The Baltic Triennial exposition
is located throughout the entire Vilnius, not only turning the city into one
giant outdoor gallery, but also highlighting some of the areas favoured by
locals and city guests. For instance, the displays are held in the Contemporary
Art Centre, Rupert, an art incubator near the highly frequented Valakampiai Beach, and a “SODAS 2123,” a
cultural hub in the Station District.
Lithuanian
folk heritage explored through indigenous artefacts and tales
This
summer, Vilnius also will be hosting a range of other expositions and artistic
events. The National Gallery of Art presents the exhibition Indigenous Narratives till September 26th.

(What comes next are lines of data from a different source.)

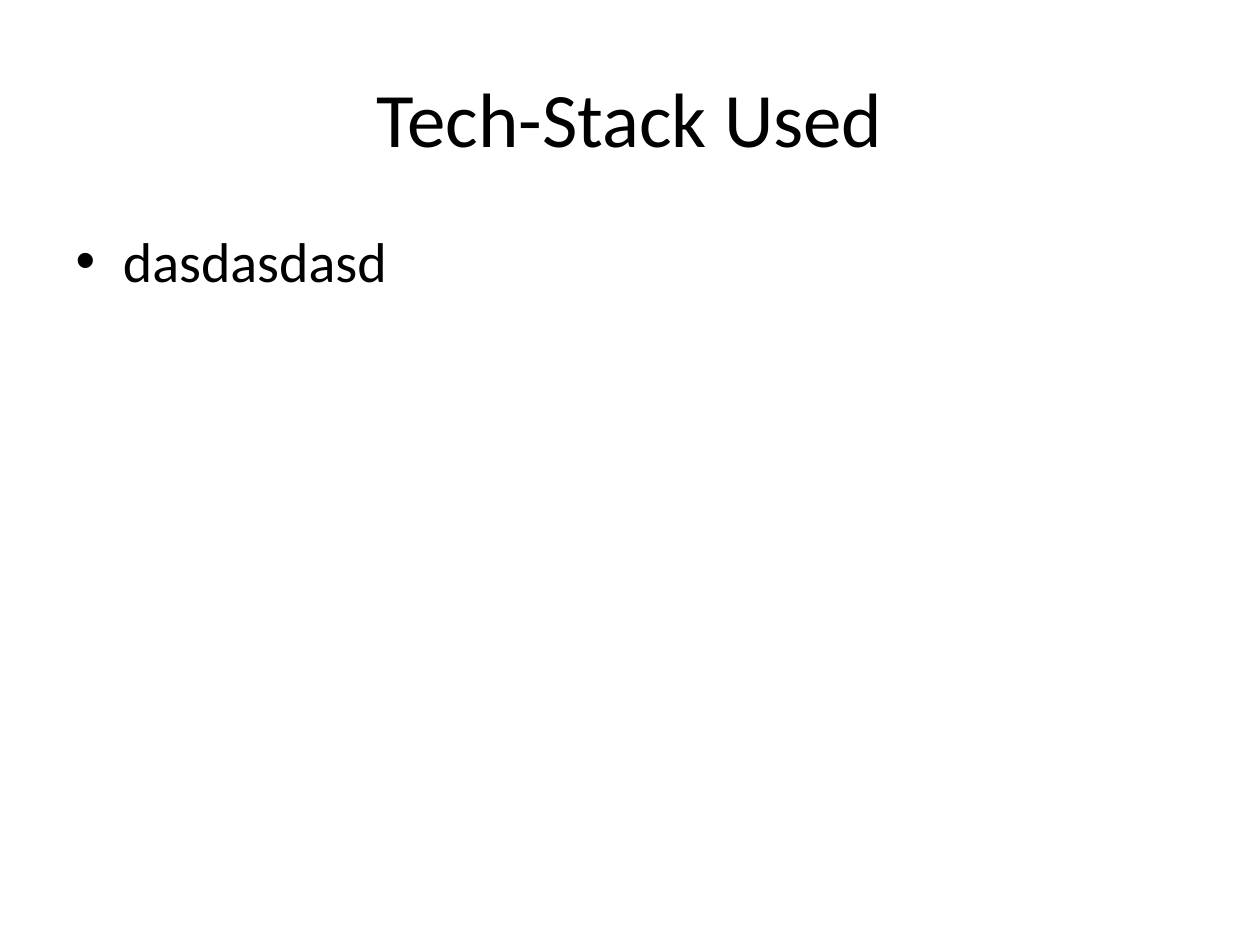
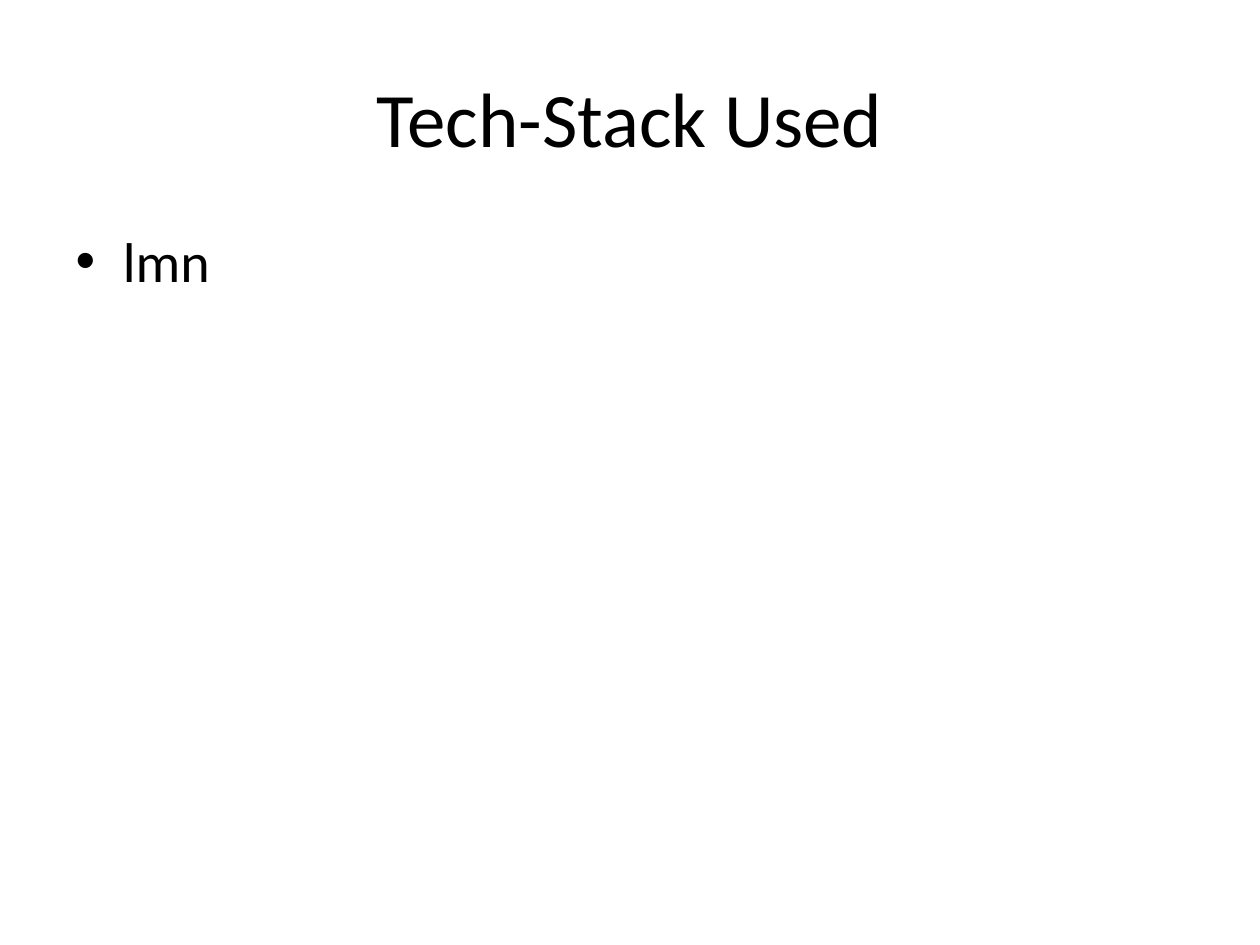
Before and after one commit to Chikitsa/PPT-Maker, a slide deck: slide 5 of sahil.pptx. Drawn at 1260x945 pixels with LibreOffice and Linux fonts; fonts in the diff are those of the drawing. Boxes give left, top, right and bottom in pixels: in the first picture for what was removed or moved away, otherwise in the second. Text is boxed around its words. In the diff, an @@ line names an element or a change of style, - is before the commit and + after.

```diff
--- a/sahil.pptx
+++ b/sahil.pptx
@@ text at (123,243,210,282): text changed @@
-• dasdasdasd
+• lmn
```
Also in this commit, not shown: 3 other slides changed, 2 slides added, 1 slide removed, 13 other files.

The exposition showcases the 19-20th century Lithuanian ethnos
through the narratives of the least modernized country dwellers.
A
sound project Indigenous
Phonograms by Lithuanian-based artist Marius Juknevičius furnishes
the exposition with records of authentic indigenous tales about rural life
peculiarities. The records have been selected from a Lithuanian Folk Phonogram
Collection, included in the UNESCO World Memory Register.
A
multitude of ethnographic artefacts, photograph collections, and testimonies
collected from various Lithuanian museums and galleries, reveal three
historical periods—the Czarist Russia, the First Lithuanian Republic, and the
Soviet period—that have impacted the Lithuanian cultural memory. Aside from the
display, the Gallery also offers other accompanying activities: creative
workshops, and a barley field installation.
Artwork
outside of confined spaces—a way to inspire passers-by with art
One of
the most famous art projects of the past year, Art Needs No Roof, comes back to Vilnius
once again to display art pieces in unexpected parts of the capital until
August 1st. Last year the project attracted national attention as a
way to aid artists affected by the pandemic. Now, a hundred art pieces will be
exhibited in outdoor billboards throughout the city to be admired and,
potentially, purchased by the passers-by. The map indicating art pieces and
approximately 300 works will be also available on the project website.